Wildfires in Canada are no longer just a summer thing. For a long time now, the fire season has stretched beyond summer and happens almost all year round.
It’s honestly impossible to say which has been the worst fire year in the last decade! Should we talk about the 2023 fires that burned nearly 18 million hectares of Canada’s forests, or should we point to 2025 when the smoke from the fires reached European and American cities and polluted the air there?
In any case, what matters is rapid detection. Every minute of delay means a much larger area of forest burns. Have you ever thought about the cost of putting out fires? Why not spend that same money on prevention and fire-detection systems instead?!
This is exactly where artificial intelligence and modern systems step in. We’re not talking about ordinary AI, we’re talking about a type of AI that takes millions of real photos from forests and builds a massive collection of data about real smoke, morning fog, road dust, and all kinds of weird clouds.
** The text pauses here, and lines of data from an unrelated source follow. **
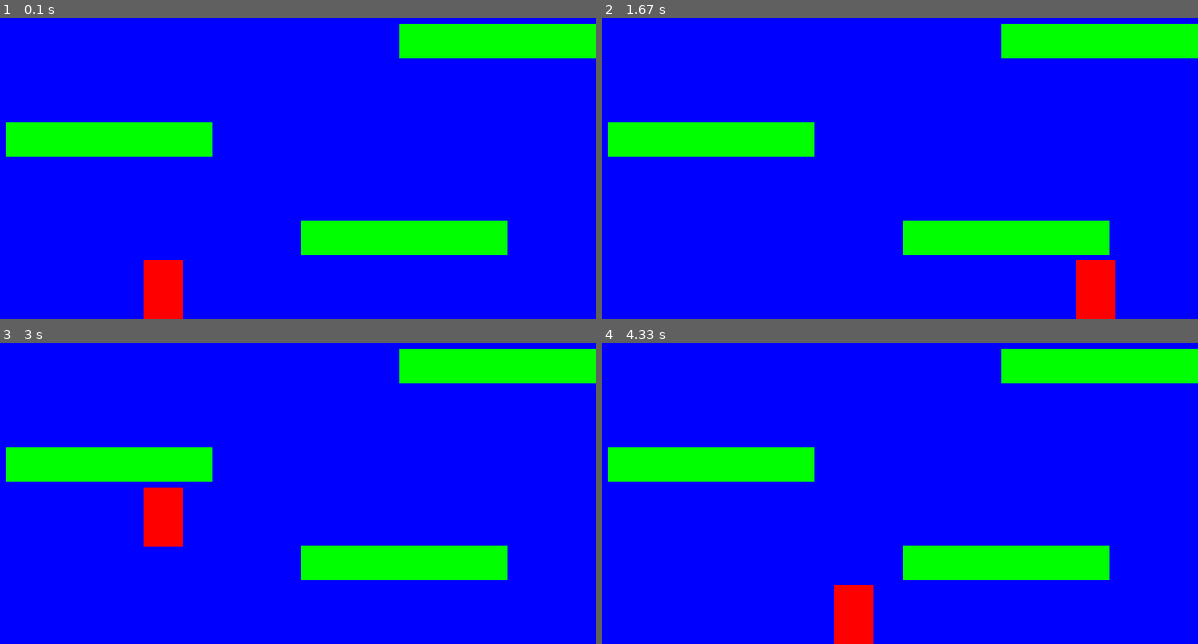
Above: before the commit, frames 1-4 (two rows, left to right).
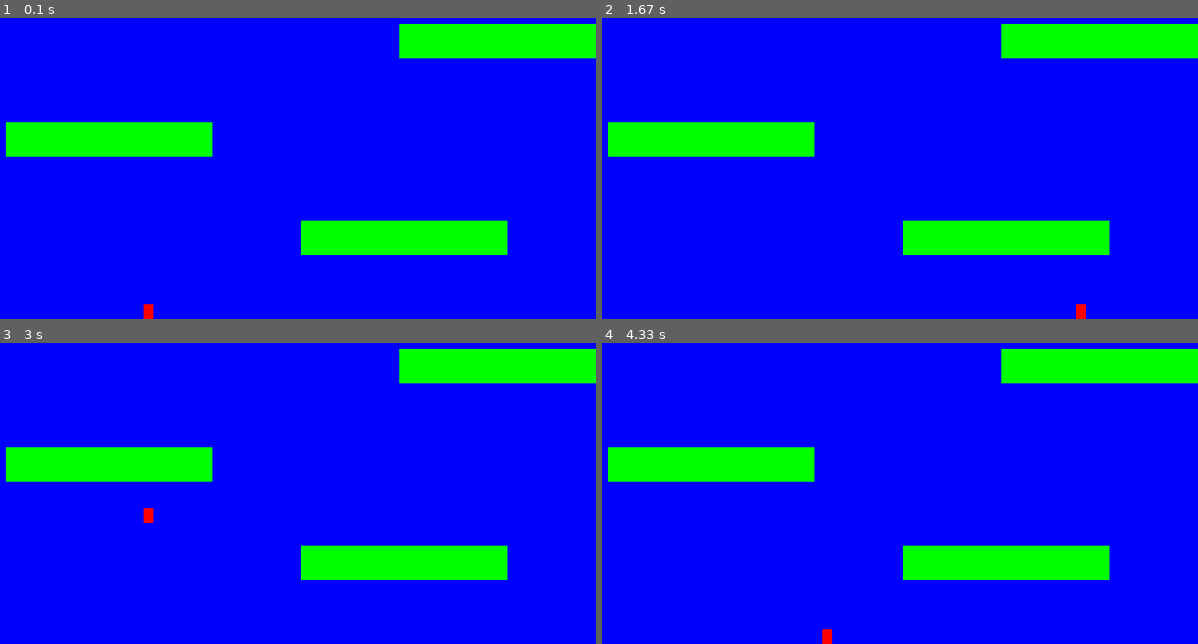
Above: after the commit, the same moments.

Repository: ZafarK638/zafark-python-classwork
Game: pygame game, started from programming/pygame practice/sprites/platformer.py
Two runs of this game, one before a commit and one after it. Both use one fixed random seed, a clock stepped at 60 frames per second and the inputs below.
Inputs:
- Up to frame 1 (0.1 s): no input
- Up to frame 2 (1.67 s): hold Right 0.33-0.8 s; hold Up 0.83-1.13 s; hold Right 1.17-1.63 s
- Up to frame 3 (3 s): hold Left 1.67-2.2 s; hold Left 2.23-2.63 s; hold Up from 2.67 s (still down)
- Up to frame 4 (4.33 s): release Up at 3.03 s; hold Right 3.07-3.7 s; hold Left 3.73-4.2 s; hold Right from 4.23 s (still down)

The runs differ from the first frame. In frame 1, 1.2% of the frame differs, in the area x 24-31%, y 80-100%; in frame 2, 1.2%; in frame 3, 1.2%; in frame 4, 1.4%, in the area x 36-46%, y 80-100%.

Commit message:
Update platformer.py

Diff:
--- a/programming/pygame practice/sprites/platformer.py
+++ b/programming/pygame practice/sprites/platformer.py
@@ -24,8 +24,8 @@
 
         # Create an image of the block, and fill it with a color.
         # This could also be an image loaded from the disk.
-        width = 40
-        height = 60
+        width = 10
+        height = 15
         self.image = pygame.Surface([width, height])
         self.image.fill(RED)

So when this AI says: “This is real smoke, call the fire crews immediately,” you have to trust it.
Now let’s take a closer look at forest data-collection systems and see what effect they have on preventing wildfires.
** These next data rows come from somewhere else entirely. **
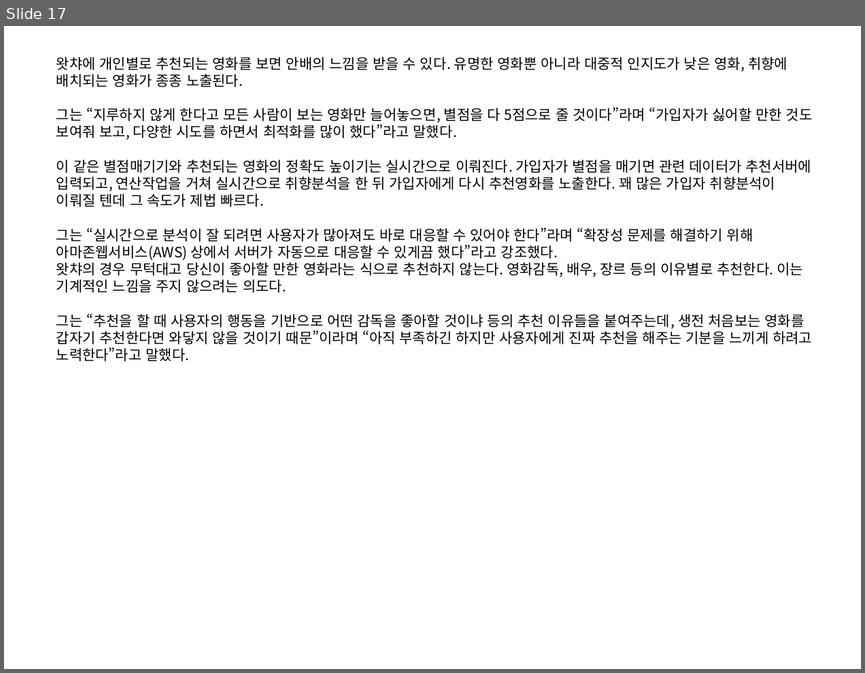
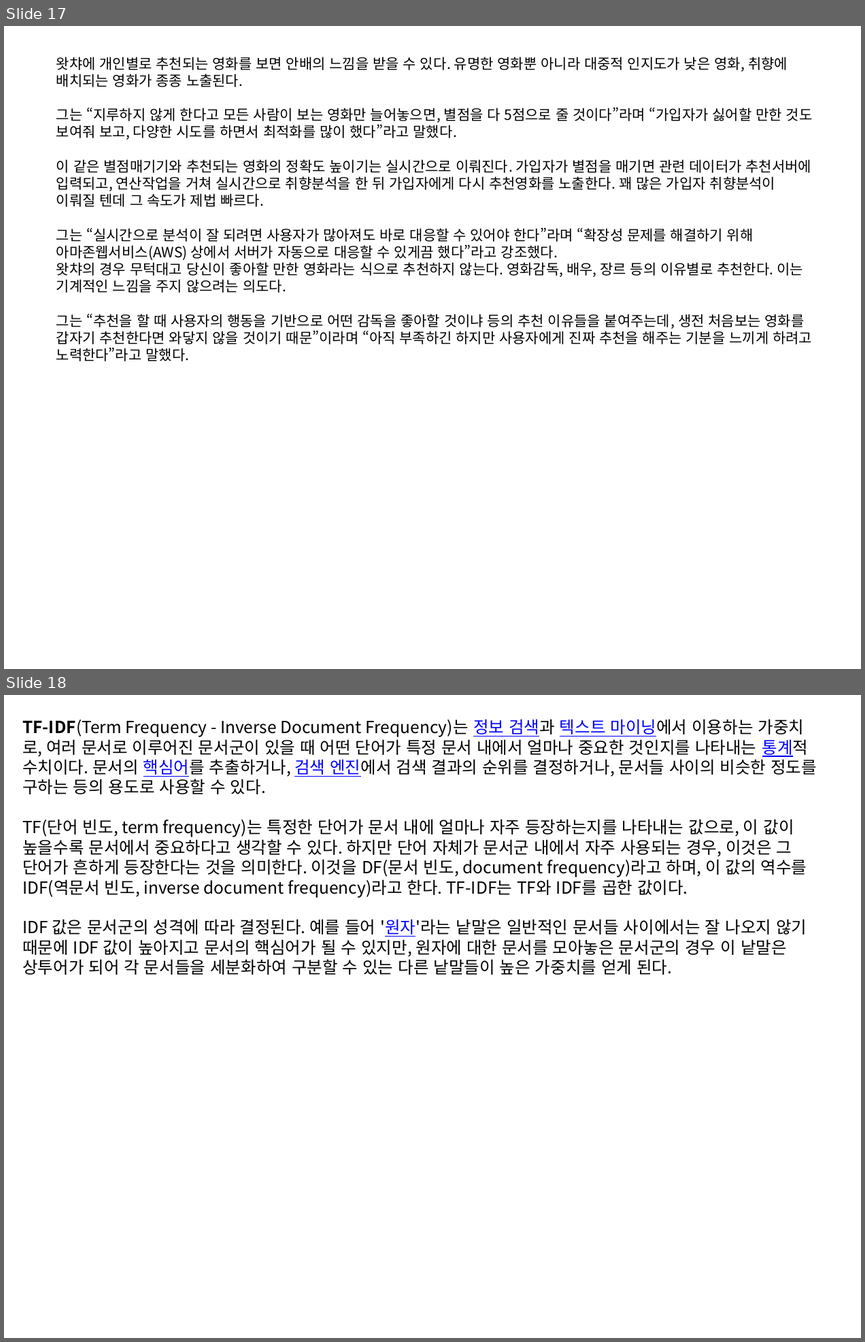
Before and after one commit to ehdgns21/recommend_movie_music_etc, a slide deck: 추천시스템후보(영화,음악 등).pptx. Shown one above the other, each under a label of ours: slide 17 before the commit, slides 17 and 18 after it. The pictures are 865x673 and 865x1342 pixels, drawn with LibreOffice and Linux fonts; fonts in the diff are those of the drawing. Boxes give left, top, right and bottom in pixels: in the first picture for what was removed or moved away, otherwise in the second. Text is boxed around its words. In the diff, an @@ line names an element or a change of style, - is before the commit and + after.

```diff
--- a/추천시스템후보(영화,음악 등).pptx
+++ b/추천시스템후보(영화,음악 등).pptx
@@ slide 18 added at (x1=4, y1=695, x2=861, y2=1338), background #FFFFFF @@
@@ text added at (x1=22, y1=719, x2=817, y2=974), 14 pt, text #000000 @@
+TF-IDF(Term Frequency - Inverse Document Frequency)는 정보 검색과 텍스트 마이닝에서 이용하는 가중치로, 여러 문서로 이루어진 문서군이 있을 때 어떤 단어가 특정 문서 내에서 얼마나 중요한 것인지를 나타내는 통계적 수치이다. 문서의 핵심어를 추출하거나, 검색 엔진에서 검색 결과의 순위를 결정하거나, 문서들 사이의 비슷한 정도를 구하는 등의 용도로 사용할 수 있다.
+TF(단어 빈도, term frequency)는 특정한 단어가 문서 내에 얼마나 자주 등장하는지를 나타내는 값으로, 이 값이 높을수록 문서에서 중요하다고 생각할 수 있다. 하지만 단어 자체가 문서군 내에서 자주 사용되는 경우, 이것은 그 단어가 흔하게 등장한다는 것을 의미한다. 이것을 DF(문서 빈도, document frequency)라고 하며, 이 값의 역수를 IDF(역문서 빈도, inverse document frequency)라고 한다. TF-IDF는 TF와 IDF를 곱한 값이다.
+IDF 값은 문서군의 성격에 따라 결정된다. 예를 들어 '원자'라는 낱말은 일반적인 문서들 사이에서는 잘 나오지 않기 때문에 IDF 값이 높아지고 문서의 핵심어가 될 수 있지만, 원자에 대한 문서를 모아놓은 문서군의 경우 이 낱말은 상투어가 되어 각 문서들을 세분화하여 구분할 수 있는 다른 낱말들이 높은 가중치를 얻게 된다.
```
Also in this commit, not shown: 2 slides changed, 1 slide removed.

Big Data: The Real Fuel for Fire-Detection AI
AI is like a rookie firefighter; the more experience it gets, the better it decides. At SenseNet we’ve been installing our cameras on the highest points in Canada for years. Every day millions of images come from these cameras, sometimes it’s smoke, sometimes fog, sometimes just sunlight glinting off leaves but this huge volume of data has made it possible to detect wildfire smoke much earlier.
This massive number of images is what we call “big data” , it’s what keeps our AI alive. Without this data, our model would just be an ordinary program that sees every white cloud as fire and gives a hundred false alarms a day. But when our model has seen more than a billion real frames from Canada’s nature, it learns:
- How wildfire smoke rises from the top of a hill and twists with the wind
- How morning fog calmly settles in a valley and barely moves
- How dust from forest roads suddenly rises and then settles again
- Even sunset light that sometimes looks like distant flames
So it no longer gets fooled easily and makes the correct call.
Why SenseNet’s AI Is Different from the Rest?
Most AI models used around the world for fire detection were trained on pictures from California, Australia, or southern Europe. The trees there are Mediterranean pine or eucalyptus, the air is drier, and the smoke looks different. Bring that same model to Canada and it gets confused by the first autumn fog in northern Ontario or low clouds over Manitoba and gives false alarms.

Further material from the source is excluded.